Based on a further review of the raw pulse response from the right side of Figure 7, a practical, power-efficient equalizer solution might only need to address the 1^st post cursor. The GDDR6 I/O incorporates both tunable single-tap de-emphasis into the output driver and tunable single-tap DFE within the input path, both designed to operate on the 1^st post cursor.

Figure 9 compares the relative effectiveness of the available de-emphasis and DFE. As shown, the de-emphasis improves the eye height by 6mV, while degrading the eye width by 1ps. The DFE, on the other hand, improves the eye height by 65mV without degrading the eye width. It is important to note that the results shown are channel-specific and are insufficient to make a universal assessment of the relative value of either equalization method, though some qualitative observations can be made when comparing the corresponding pulse responses, as demonstrated by Figure 10.

Fig 9

Figure 9: Simulated data eye openings at 16Gb/s – No equalization (left), single-tap de-emphasis (center) and single-tap DFE (right).

As highlighted in Figure 10, de-emphasis-based equalization (green and blue curves) reduces the overall amplitude of the signal while reducing the 1^st post cursor. As a result, the optimal amount of de-emphasis corresponds to a balance between signal amplitude and ISI cancellation. For the channel under consideration, 3dB of de-emphasis (blue curve) nearly reduces the 1^st post cursor to zero, yet, as will be shown, a larger eye opening is possible with only 1dB of de-emphasis (green curve). This is because 3dB of de-emphasis does not leave enough of the main cursor to provide a net increase in eye opening, while 1dB of de-emphasis, on the other hand, results in a net positive of 6mV.

Intuitively, because the DFE zeros out the 1^st post cursor without reducing the signal amplitude, one would expect a better overall result, which is clearly demonstrated in Figure 9. One other nuance captured in Figure 10 is that de-emphasis, while primarily addressing the 1^st post cursor, may impact additional post cursors for better or worse. As shown in this particular case, the 2^nd post cursor is degraded slightly by de-emphasis, while this behavior does not occur with DFE. However, this same fact that de-emphasis may affect more than just the tap in question could produce much better results under different channel conditions.

Fig 10

Figure 10: Overlay of channel pulse responses comparing various equalization methods.

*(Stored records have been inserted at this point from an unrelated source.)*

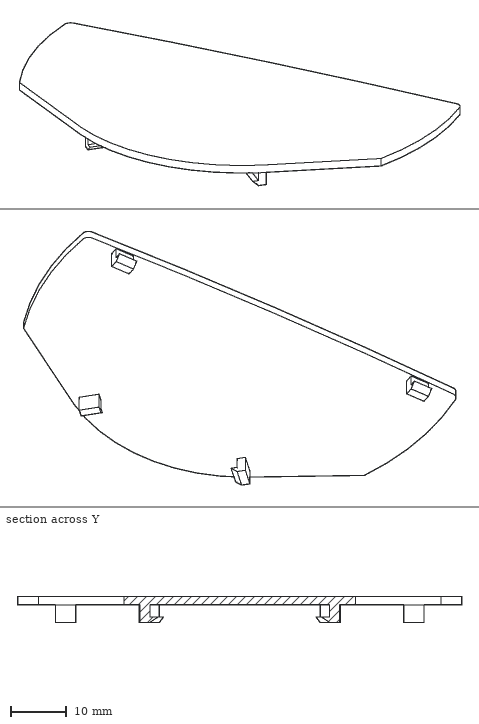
import cadquery as cq

plate_thickness = 1.5
total_height = 4.7
plate_depth = 44.45
half_width = 40.0
widest_y = -8.3
back_corner = (39.4, -0.8)
back_corner_radius = 1.3
side_corner = (36.2, -27.35)
nose_start = (18.0, -39.35)

hook_width = 3.7
hook_thickness = 1.5
barb_reach = 1.1
barb_height = 1.0
back_hook_offset = 31.35
back_barb_overhang = 0.3
back_hook_center = (back_hook_offset, back_barb_overhang - barb_reach - hook_thickness / 2)
front_hook_center = (16.3, -36.55)
front_hook_turn = 45.0


def mirrored(point):
    return (-point[0], point[1])


def make_plate():
    """Bowed back edge, curved sides, straight slants and a round front nose."""
    outline = (
        cq.Workplane("XY")
        .moveTo(*mirrored(back_corner))
        .threePointArc((0, 0), back_corner)
        .threePointArc((half_width, widest_y), side_corner)
        .lineTo(*nose_start)
        .threePointArc((0, -plate_depth), mirrored(nose_start))
        .lineTo(*mirrored(side_corner))
        .threePointArc((-half_width, widest_y), mirrored(back_corner))
        .close()
    )
    plate = outline.extrude(-plate_thickness)
    return plate.edges("|Z").edges(">Y").fillet(back_corner_radius)


def make_hook(center, angle):
    """Flat post with a barb along its outer face, facing +Y before turning by angle."""
    outer = hook_thickness / 2
    barb_z = barb_height - total_height
    hook = (
        cq.Workplane("YZ")
        .moveTo(-outer, -plate_thickness)
        .lineTo(outer, -plate_thickness)
        .lineTo(outer, barb_z)
        .lineTo(outer + barb_reach, barb_z)
        .lineTo(outer, -total_height)
        .lineTo(-outer, -total_height)
        .close()
        .extrude(hook_width / 2, both=True)
    )
    return hook.rotate((0, 0, 0), (0, 0, 1), angle).translate((*center, 0))


result = make_plate()

for hook in (
    make_hook(back_hook_center, 0),
    make_hook(mirrored(back_hook_center), 0),
    make_hook(front_hook_center, 180 - front_hook_turn),
    make_hook(mirrored(front_hook_center), 180 + front_hook_turn),
):
    result = result.union(hook)

Figure 11 presents two additional equalization conditions. As shown on the left, when combining the “best” amount of de-emphasis, namely 1dB, with a corresponding optimized tap of DFE (to cancel the remaining 1^st post cursor ISI), the resulting eye is smaller than that achieved by applying DFE alone (see right side of Figure 9). This is because the de-emphasis unnecessarily reduces the signal amplitude and the DFE offers no gain to compensate for that reduction.

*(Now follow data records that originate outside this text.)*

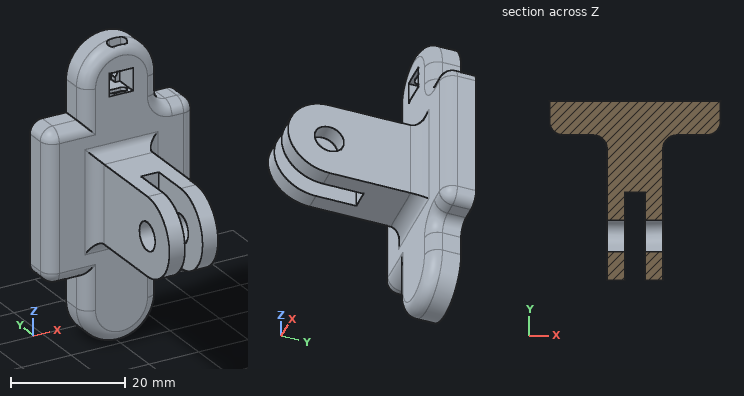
import cadquery as cq

total_height = 58.25
plate_size = 30.0
plate_thickness = 6.0
total_depth = 31.4

tab_radius = 7.7
tab_center_z = total_height / 2 - tab_radius
edge_radius = 2.45
inner_corner_radius = 2.5

arm_width = 9.85
arm_radius = 7.75
arm_hole_diameter = 5.5
arm_hole_y = -(total_depth - arm_radius)
arm_root_radius = 2.45
fork_gap = 3.55
fork_bottom_y = -16.0

pocket_width = 4.8
pocket_top_z = 23.65
pocket_bottom_z = 19.2
pocket_depth = 4.6
keyhole_diameter = 3.8
keyhole_slot_width = 2.8

channel_width = 3.85
channel_thickness = 1.6
channel_center_y = -4.515
channel_bottom_z = pocket_bottom_z - 0.7

tolerance = 0.005


def box_between(x_range, y_range, z_range):
    """Axis-aligned block between the given lower and upper limits."""
    lows, highs = zip(x_range, y_range, z_range)
    sizes = [high - low for low, high in zip(lows, highs)]
    return cq.Workplane("XY").box(*sizes, centered=False).translate(lows)


def centered_range(width):
    return (-width / 2, width / 2)


def make_plate():
    half = plate_size / 2
    plate = (
        cq.Workplane("XZ").rect(plate_size, plate_size).extrude(plate_thickness)
        .union(cq.Workplane("XZ").slot2D(total_height, 2 * tab_radius, 90).extrude(plate_thickness))
    )
    for z in (-half, half):
        inner_corner = cq.selectors.BoxSelector(
            (tab_radius - tolerance, -plate_thickness, z - tolerance),
            (tab_radius + tolerance, 0, z + tolerance),
        )
        plate = plate.edges(inner_corner).fillet(inner_corner_radius)
    outer_corners = cq.selectors.BoxSelector(
        (-half - tolerance, -plate_thickness, -half - tolerance),
        (-half + tolerance, 0, half + tolerance),
    ) + cq.selectors.BoxSelector(
        (half - tolerance, -plate_thickness, -half - tolerance),
        (half + tolerance, 0, half + tolerance),
    )
    along_y = cq.selectors.ParallelDirSelector(cq.Vector(0, 1, 0))
    corner_edges = cq.selectors.AndSelector(outer_corners, along_y)
    front_rim = cq.StringSyntaxSelector("<Y")
    return plate.edges(corner_edges + front_rim).fillet(edge_radius)


def add_arm(plate):
    arm = (
        cq.Workplane("YZ")
        .moveTo(-plate_thickness, -arm_radius)
        .lineTo(arm_hole_y, -arm_radius)
        .threePointArc((-total_depth, 0), (arm_hole_y, arm_radius))
        .lineTo(-plate_thickness, arm_radius)
        .close()
        .extrude(arm_width / 2, both=True)
    )
    body = plate.union(arm)
    root_edges = cq.selectors.BoxSelector(
        (-arm_width / 2 - tolerance, -plate_thickness - tolerance, -arm_radius - tolerance),
        (arm_width / 2 + tolerance, -plate_thickness + tolerance, arm_radius + tolerance),
    )
    return body.edges(root_edges).fillet(arm_root_radius)


def cut_fork(body):
    gap = box_between(
        centered_range(fork_gap), (-total_depth, fork_bottom_y), centered_range(2 * arm_radius)
    )
    pin_hole = (
        cq.Workplane("YZ").center(arm_hole_y, 0)
        .circle(arm_hole_diameter / 2).extrude(arm_width / 2, both=True)
    )
    return body.cut(gap).cut(pin_hole)


def cut_keyhole(body):
    pocket = box_between(
        centered_range(pocket_width),
        (-plate_thickness, pocket_depth - plate_thickness),
        (pocket_bottom_z, pocket_top_z),
    )
    head_hole = (
        cq.Workplane("XZ").center(0, tab_center_z)
        .circle(keyhole_diameter / 2).extrude(plate_thickness - pocket_depth)
    )
    neck = box_between(
        centered_range(keyhole_slot_width),
        (pocket_depth - plate_thickness, 0),
        (pocket_bottom_z, tab_center_z),
    )
    return body.cut(pocket).cut(head_hole).cut(neck)


def cut_channel(body):
    channel = (
        cq.Workplane("XY", origin=(0, channel_center_y, channel_bottom_z))
        .slot2D(channel_width, channel_thickness)
        .extrude(total_height / 2 - channel_bottom_z)
    )
    return body.cut(channel)


result = cut_channel(cut_keyhole(cut_fork(add_arm(make_plate()))))

The eye diagram on the right of Figure 11, corresponding to 3dB of de-emphasis, is also interesting. Recalling from the pulse responses of Figure 10 that even though 3dB of de-emphasis would almost perfectly zero out the 1^st post cursor, the resulting eye height remains identical to the un-equalized case (while the timing degrades by 3ps). Comparison of this eye with the original un-equalized eye in Figure 9 reveals that the ISI is, indeed, reduced by the de-emphasis, but the overall signal amplitude is reduced by a similar amount (at least when all of the crosstalk and reflections are accounted for).

Fig 11

Figure 11: Simulated data eye openings at 16Gb/s – Combined de-emphasis and DFE (left) and stronger (3dB) de-emphasis (right).

Here are two final observations regarding equalization. It is worth noting that none of the equalization methods described herein improve eye width. Thus, every effort should be made to minimize crosstalk across these high-speed parallel interconnects. It is also important to understand that while additional equalization methods could be employed in this application, such are not explicitly called for by the JEDEC GDDR6 specification, and therefore are not evaluated here. Nevertheless, 1-tap of DFE, coupled with the back-drilling of PCB vias, appears sufficient to support 16Gb/s signaling.

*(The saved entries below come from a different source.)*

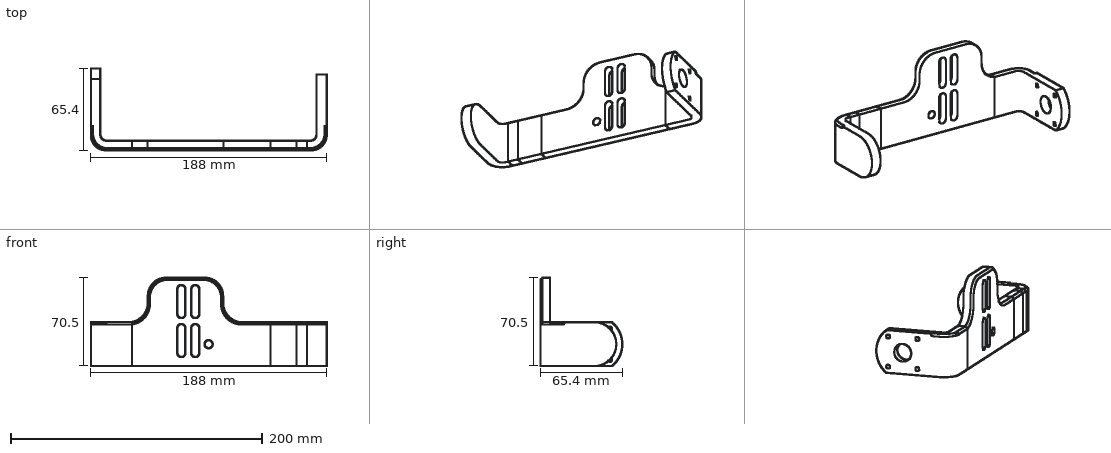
import cadquery as cq
import math

length = 188.0
height = 70.5
arm_height = 35.0
plate_thickness = 7.9
left_arm_thickness = 7.7
right_arm_thickness = 8.5

left_bend_radius = 12.6
right_bend_radius = 13.0
left_inner_radius = left_bend_radius - plate_thickness
right_inner_radius = right_bend_radius - right_arm_thickness

left_joint = 32.9
tongue_joint = 142.9
spacer_joint = 163.7
right_joint = 172.2

tongue_radius = 15.0
tail_length = 2.6
tongue_left = left_joint - tail_length + tongue_radius
tongue_width = 60.2
tongue_right = tongue_left + tongue_width

tail_end = left_bend_radius
tail_start = tail_end - tail_length
tail_rise = tongue_radius - math.sqrt(tongue_radius**2 - tail_length**2)
half_tail = tail_length / 2
half_tail_rise = tongue_radius - math.sqrt(tongue_radius**2 - half_tail**2)
step_height = arm_height + tail_rise

chamfer = 1.9
chamfer_end_top = 19.5
chamfer_end_bottom = 18.5

hinge_y = 43.0
hinge_z = arm_height / 2
left_end_radius = 22.4
right_end_radius = arm_height / 2
left_arm_reach = hinge_y + left_end_radius

hub_diameter = 14.3
screw_diameter = 3.2
screw_spacing = 24.6

slot_width = 6.2
slot_length = 26.1
slot_spacing_x = 11.0
slot_spacing_z = 31.0
slots_center_x = 77.6
slots_center_z = 36.0
plate_hole_x = 93.8
plate_hole_diameter = 6.2


def box(x_min, x_max, y_min, y_max, z_max):
    """Block standing on the base plane between the given limits."""
    return cq.Workplane("XY").box(
        x_max - x_min, y_max - y_min, z_max, centered=False
    ).translate((x_min, y_min, 0))


def folded_strip():
    """U-shaped strip with rounded bends, as tall as the tongue everywhere."""
    outside = box(0, length, 0, left_arm_reach, height)
    outside = outside.edges("|Z and <X and <Y").fillet(left_bend_radius)
    outside = outside.edges("|Z and >X and <Y").fillet(right_bend_radius)
    inside = box(
        left_arm_thickness, length - right_arm_thickness, plate_thickness, left_arm_reach, height
    )
    inside = inside.edges("|Z and <X and <Y").fillet(left_inner_radius)
    inside = inside.edges("|Z and >X and <Y").fillet(right_inner_radius)
    return outside.cut(inside)


def fillet_point(center_x, center_z, degrees):
    """Point on a tongue fillet at an angle measured from +X towards +Z."""
    angle = math.radians(degrees)
    return (center_x + tongue_radius * math.cos(angle), center_z + tongue_radius * math.sin(angle))


def front_outline():
    """Block with the stepped top outline in X and Z, as deep as the strip."""
    low_z = arm_height + tongue_radius
    high_z = height - tongue_radius
    outline = (
        cq.Workplane("XZ")
        .moveTo(0, 0)
        .lineTo(length, 0)
        .lineTo(length, arm_height)
        .lineTo(tongue_right + tongue_radius, arm_height)
        .threePointArc(fillet_point(tongue_right + tongue_radius, low_z, 225), (tongue_right, low_z))
        .lineTo(tongue_right, high_z)
        .threePointArc(
            fillet_point(tongue_right - tongue_radius, high_z, 45), (tongue_right - tongue_radius, height)
        )
        .lineTo(tongue_left + tongue_radius, height)
        .threePointArc(fillet_point(tongue_left + tongue_radius, high_z, 135), (tongue_left, high_z))
        .lineTo(tongue_left, low_z)
        .threePointArc(fillet_point(tongue_left - tongue_radius, low_z, 315), (left_joint, step_height))
        .lineTo(tail_end, step_height)
        .threePointArc((tail_start + half_tail, arm_height + half_tail_rise), (tail_start, arm_height))
        .lineTo(0, arm_height)
        .close()
    )
    return outline.extrude(-left_arm_reach)


def slice_x(body, x_min, x_max):
    """Part of a body that lies between two planes across X."""
    return body.intersect(box(x_min, x_max, 0, left_arm_reach, height))


def chamfer_run(body, edge_point):
    """Chamfer the edge nearest to a point, together with the edges that continue it smoothly."""
    nearest = cq.selectors.NearestToPointSelector(edge_point)
    return body.edges(nearest).chamfer(chamfer)


def behind_chamfer():
    """Space behind the sloping ends of the chamfer, where the arm edges stay sharp."""
    return (
        cq.Workplane("YZ")
        .moveTo(chamfer_end_bottom, 0)
        .lineTo(chamfer_end_bottom, arm_height - chamfer)
        .lineTo(chamfer_end_top, arm_height)
        .lineTo(left_arm_reach, arm_height)
        .lineTo(left_arm_reach, 0)
        .close()
        .extrude(length)
    )


def rounded_end(radius):
    """Tool as long as the strip that ends an arm in an arc about the hinge axis."""
    arc = cq.Workplane("YZ").center(hinge_y, hinge_z).circle(radius).extrude(length)
    return arc.union(box(0, length, 0, hinge_y, height))


def left_strip(sharp):
    """Left arm, bend, step and front plate up to the left joint, with their chamfers."""
    sharp_corner = slice_x(sharp, 0, tail_start)
    arm_edge = (0, hinge_y, arm_height)
    corner = chamfer_run(sharp_corner, arm_edge).union(sharp_corner.intersect(behind_chamfer()))
    tail_edge = ((tail_start + tail_end) / 2, 0, step_height)
    tail = chamfer_run(slice_x(sharp, tail_start, tail_end), tail_edge)
    step_edge = ((tail_end + left_joint) / 2, 0, step_height)
    step = chamfer_run(slice_x(sharp, tail_end, left_joint), step_edge)
    return corner.union(tail).union(step)


def right_strip(sharp):
    """Tongue, front plate and right arm from the left joint on, with their chamfer."""
    sharp_part = slice_x(sharp, left_joint, length)
    arm_edge = (length, hinge_y, arm_height)
    return chamfer_run(sharp_part, arm_edge).union(sharp_part.intersect(behind_chamfer()))


def hinge_holes():
    """Hub hole and four screw holes along X through the left arm."""
    face = cq.Workplane("YZ").center(hinge_y, hinge_z)
    hub = face.circle(hub_diameter / 2).extrude(left_arm_thickness)
    screws = face.rect(screw_spacing, screw_spacing, forConstruction=True).vertices()
    return hub.union(screws.circle(screw_diameter / 2).extrude(left_arm_thickness))


def plate_openings():
    """Four upright slots and one round hole through the front plate."""
    face = cq.Workplane("XZ").center(slots_center_x, slots_center_z)
    slots = face.rarray(slot_spacing_x, slot_spacing_z, 2, 2).slot2D(slot_length, slot_width, 90)
    hole = cq.Workplane("XZ").center(plate_hole_x, hinge_z).circle(plate_hole_diameter / 2)
    return slots.extrude(-plate_thickness).union(hole.extrude(-plate_thickness))


def make_left_arm(strip):
    """Left arm with its bend and step, ended in an arc and drilled for the hinge."""
    return strip.intersect(rounded_end(left_end_radius)).cut(hinge_holes())


def make_tongue_plate(strip):
    """Middle of the front plate with the tongue, the slots and the round hole."""
    return slice_x(strip, left_joint, tongue_joint).cut(plate_openings())


def make_long_spacer(strip):
    """Plain stretch of the front plate beside the tongue plate."""
    return slice_x(strip, tongue_joint, spacer_joint)


def make_short_spacer(strip):
    """Plain stretch of the front plate beside the right arm."""
    return slice_x(strip, spacer_joint, right_joint)


def make_right_arm(strip):
    """Right arm with its bend and a fully rounded end."""
    return slice_x(strip, right_joint, length).intersect(rounded_end(right_end_radius))


sharp_strip = folded_strip().intersect(front_outline())
strip_left_of_joint = left_strip(sharp_strip)
strip_right_of_joint = right_strip(sharp_strip)

left_arm = make_left_arm(strip_left_of_joint)
tongue_plate = make_tongue_plate(strip_right_of_joint)
long_spacer = make_long_spacer(strip_right_of_joint)
short_spacer = make_short_spacer(strip_right_of_joint)
right_arm = make_right_arm(strip_right_of_joint)

bodies = [left_arm, tongue_plate, long_spacer, short_spacer, right_arm]
result = cq.Compound.makeCompound([body.solids().val() for body in bodies])

GDDR6 Performance Measurements

As it is generally helpful to increase confidence through complimenting simulation with measured results, ATE-based characterization of Micron’s first GDDR6 offering is shared, beginning with Figure 12, which compares the measured link margin at 16Gb/s and 16.5Gb/s, based on shmooing the DRAM and tester reference voltages along with the phase of the data relative to the data clock and strobe. Green and red points distinguish between error-free operation, and the detection of errors, respectively. As shown, GDDR6’s support for the stronger 48Ω termination is expected to improve signaling margins, especially at higher speeds.

Fig 12

Figure 12: Measured link margin shmoos at 16Gb/s/pin and 16.5 Gb/s/pin for 60Ω and 48Ω line termination.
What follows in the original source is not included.